Brief: Please repeat, unchanged, the lines at the top of the listing below, ending with the one that has "- Up to frame 3 (2 s): hold".

Given data:
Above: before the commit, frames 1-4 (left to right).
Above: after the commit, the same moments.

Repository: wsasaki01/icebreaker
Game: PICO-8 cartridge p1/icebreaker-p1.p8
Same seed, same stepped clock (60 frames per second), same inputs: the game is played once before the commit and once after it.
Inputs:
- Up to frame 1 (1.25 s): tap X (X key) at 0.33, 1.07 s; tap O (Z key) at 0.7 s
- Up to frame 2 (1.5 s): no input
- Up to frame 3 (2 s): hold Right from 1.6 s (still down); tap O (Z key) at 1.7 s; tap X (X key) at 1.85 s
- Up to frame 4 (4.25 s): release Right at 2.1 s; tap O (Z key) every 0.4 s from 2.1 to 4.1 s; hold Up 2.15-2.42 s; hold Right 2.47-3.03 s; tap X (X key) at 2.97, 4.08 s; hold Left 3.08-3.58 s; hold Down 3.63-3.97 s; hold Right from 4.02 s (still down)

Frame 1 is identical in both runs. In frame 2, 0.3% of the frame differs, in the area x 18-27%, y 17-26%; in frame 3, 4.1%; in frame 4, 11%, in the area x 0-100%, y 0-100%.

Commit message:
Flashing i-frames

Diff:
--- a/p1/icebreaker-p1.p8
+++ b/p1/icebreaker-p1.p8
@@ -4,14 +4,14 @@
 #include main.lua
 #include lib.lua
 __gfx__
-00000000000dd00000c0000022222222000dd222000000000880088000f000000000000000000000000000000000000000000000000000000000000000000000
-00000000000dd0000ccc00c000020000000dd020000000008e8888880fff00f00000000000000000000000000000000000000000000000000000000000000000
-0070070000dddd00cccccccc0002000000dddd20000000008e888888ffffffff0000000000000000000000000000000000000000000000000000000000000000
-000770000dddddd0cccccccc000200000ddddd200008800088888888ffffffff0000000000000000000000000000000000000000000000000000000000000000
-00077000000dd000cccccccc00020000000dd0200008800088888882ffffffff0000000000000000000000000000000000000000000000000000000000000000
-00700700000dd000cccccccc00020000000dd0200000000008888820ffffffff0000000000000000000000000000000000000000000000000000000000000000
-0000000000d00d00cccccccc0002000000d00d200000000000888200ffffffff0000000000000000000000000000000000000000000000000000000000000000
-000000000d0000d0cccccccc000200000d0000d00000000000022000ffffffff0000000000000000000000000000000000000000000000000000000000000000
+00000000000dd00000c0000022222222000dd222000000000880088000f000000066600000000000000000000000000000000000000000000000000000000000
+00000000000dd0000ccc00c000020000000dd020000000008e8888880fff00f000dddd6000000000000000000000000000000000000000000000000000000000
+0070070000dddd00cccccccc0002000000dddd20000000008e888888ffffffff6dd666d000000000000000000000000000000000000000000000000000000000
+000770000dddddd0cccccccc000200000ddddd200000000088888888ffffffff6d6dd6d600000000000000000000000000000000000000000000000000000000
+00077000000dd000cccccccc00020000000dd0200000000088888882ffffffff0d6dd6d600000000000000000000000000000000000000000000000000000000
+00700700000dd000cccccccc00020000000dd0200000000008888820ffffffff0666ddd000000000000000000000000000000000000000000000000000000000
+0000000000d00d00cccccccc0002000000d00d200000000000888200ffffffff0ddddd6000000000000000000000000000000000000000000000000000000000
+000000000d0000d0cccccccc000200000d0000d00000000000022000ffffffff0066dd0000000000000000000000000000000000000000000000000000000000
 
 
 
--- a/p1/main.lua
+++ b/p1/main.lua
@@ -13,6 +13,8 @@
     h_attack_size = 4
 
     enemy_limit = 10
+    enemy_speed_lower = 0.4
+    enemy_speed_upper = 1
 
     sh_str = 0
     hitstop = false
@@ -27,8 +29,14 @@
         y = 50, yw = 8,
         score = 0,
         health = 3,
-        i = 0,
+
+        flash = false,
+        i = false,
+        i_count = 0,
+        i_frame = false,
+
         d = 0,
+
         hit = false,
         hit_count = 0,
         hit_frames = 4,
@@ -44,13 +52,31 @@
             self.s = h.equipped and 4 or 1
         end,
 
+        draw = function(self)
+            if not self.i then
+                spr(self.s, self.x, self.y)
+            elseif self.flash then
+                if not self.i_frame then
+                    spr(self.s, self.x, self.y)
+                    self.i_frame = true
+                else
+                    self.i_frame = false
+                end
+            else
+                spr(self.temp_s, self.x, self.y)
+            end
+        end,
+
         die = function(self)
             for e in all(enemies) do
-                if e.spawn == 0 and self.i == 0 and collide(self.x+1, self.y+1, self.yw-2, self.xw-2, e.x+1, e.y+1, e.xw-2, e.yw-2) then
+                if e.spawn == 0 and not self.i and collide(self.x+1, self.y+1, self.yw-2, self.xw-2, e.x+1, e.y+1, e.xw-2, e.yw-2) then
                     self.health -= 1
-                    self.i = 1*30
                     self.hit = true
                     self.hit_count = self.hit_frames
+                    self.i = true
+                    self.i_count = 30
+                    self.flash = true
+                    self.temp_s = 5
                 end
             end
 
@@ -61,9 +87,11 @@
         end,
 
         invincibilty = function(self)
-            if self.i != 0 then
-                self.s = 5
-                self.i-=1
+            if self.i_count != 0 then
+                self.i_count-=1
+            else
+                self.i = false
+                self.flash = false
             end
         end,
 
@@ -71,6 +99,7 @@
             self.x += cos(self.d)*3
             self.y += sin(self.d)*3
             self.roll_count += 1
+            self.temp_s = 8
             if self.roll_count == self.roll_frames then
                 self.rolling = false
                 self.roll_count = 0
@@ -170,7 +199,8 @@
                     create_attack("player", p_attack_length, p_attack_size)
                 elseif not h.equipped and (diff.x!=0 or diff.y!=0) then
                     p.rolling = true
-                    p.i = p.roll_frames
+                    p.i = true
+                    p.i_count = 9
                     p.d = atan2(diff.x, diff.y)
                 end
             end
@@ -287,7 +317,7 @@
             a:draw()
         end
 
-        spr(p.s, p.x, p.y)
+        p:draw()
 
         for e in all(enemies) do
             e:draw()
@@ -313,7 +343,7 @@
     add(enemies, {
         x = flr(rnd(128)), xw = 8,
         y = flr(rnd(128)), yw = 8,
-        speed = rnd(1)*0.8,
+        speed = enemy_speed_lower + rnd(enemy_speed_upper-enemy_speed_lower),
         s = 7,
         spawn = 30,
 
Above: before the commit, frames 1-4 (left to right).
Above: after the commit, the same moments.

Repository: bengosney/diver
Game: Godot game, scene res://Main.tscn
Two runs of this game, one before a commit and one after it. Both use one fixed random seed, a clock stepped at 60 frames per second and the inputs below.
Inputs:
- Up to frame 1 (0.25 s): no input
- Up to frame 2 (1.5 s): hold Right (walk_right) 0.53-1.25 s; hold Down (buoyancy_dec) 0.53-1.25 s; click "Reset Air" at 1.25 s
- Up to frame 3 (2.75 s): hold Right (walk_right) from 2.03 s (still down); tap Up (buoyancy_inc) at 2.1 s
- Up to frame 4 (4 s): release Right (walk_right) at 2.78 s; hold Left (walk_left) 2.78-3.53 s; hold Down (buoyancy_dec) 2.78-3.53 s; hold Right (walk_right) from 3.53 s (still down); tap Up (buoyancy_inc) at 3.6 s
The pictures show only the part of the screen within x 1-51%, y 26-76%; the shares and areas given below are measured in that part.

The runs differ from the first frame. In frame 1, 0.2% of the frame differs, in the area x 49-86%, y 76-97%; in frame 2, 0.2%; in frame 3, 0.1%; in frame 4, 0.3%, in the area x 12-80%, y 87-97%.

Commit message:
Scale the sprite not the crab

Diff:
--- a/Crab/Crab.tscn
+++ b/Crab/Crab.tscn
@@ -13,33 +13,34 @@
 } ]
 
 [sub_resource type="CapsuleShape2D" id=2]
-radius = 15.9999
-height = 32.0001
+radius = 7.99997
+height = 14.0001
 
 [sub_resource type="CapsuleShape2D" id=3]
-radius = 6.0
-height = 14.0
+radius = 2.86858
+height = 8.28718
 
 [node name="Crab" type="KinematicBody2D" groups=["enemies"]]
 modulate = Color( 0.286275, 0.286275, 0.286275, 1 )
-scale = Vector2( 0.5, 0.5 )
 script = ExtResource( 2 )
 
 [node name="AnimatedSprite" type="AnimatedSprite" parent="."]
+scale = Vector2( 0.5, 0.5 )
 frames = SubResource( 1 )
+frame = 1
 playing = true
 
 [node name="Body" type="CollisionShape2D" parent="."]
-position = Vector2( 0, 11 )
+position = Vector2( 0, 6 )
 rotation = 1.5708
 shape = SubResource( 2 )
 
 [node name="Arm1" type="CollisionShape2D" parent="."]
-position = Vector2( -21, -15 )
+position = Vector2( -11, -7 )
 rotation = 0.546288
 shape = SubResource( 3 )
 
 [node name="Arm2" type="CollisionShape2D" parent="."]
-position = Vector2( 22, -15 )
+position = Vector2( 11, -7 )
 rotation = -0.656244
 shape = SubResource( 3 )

Your solution:
Above: before the commit, frames 1-4 (left to right).
Above: after the commit, the same moments.

Repository: wsasaki01/icebreaker
Game: PICO-8 cartridge p1/icebreaker-p1.p8
Same seed, same stepped clock (60 frames per second), same inputs: the game is played once before the commit and once after it.
Inputs:
- Up to frame 1 (1.25 s): tap X (X key) at 0.33, 1.07 s; tap O (Z key) at 0.7 s
- Up to frame 2 (1.5 s): no input
- Up to frame 3 (2 s): hold Right from 1.6 s (still down); tap O (Z key) at 1.7 s; tap X (X key) at 1.85 s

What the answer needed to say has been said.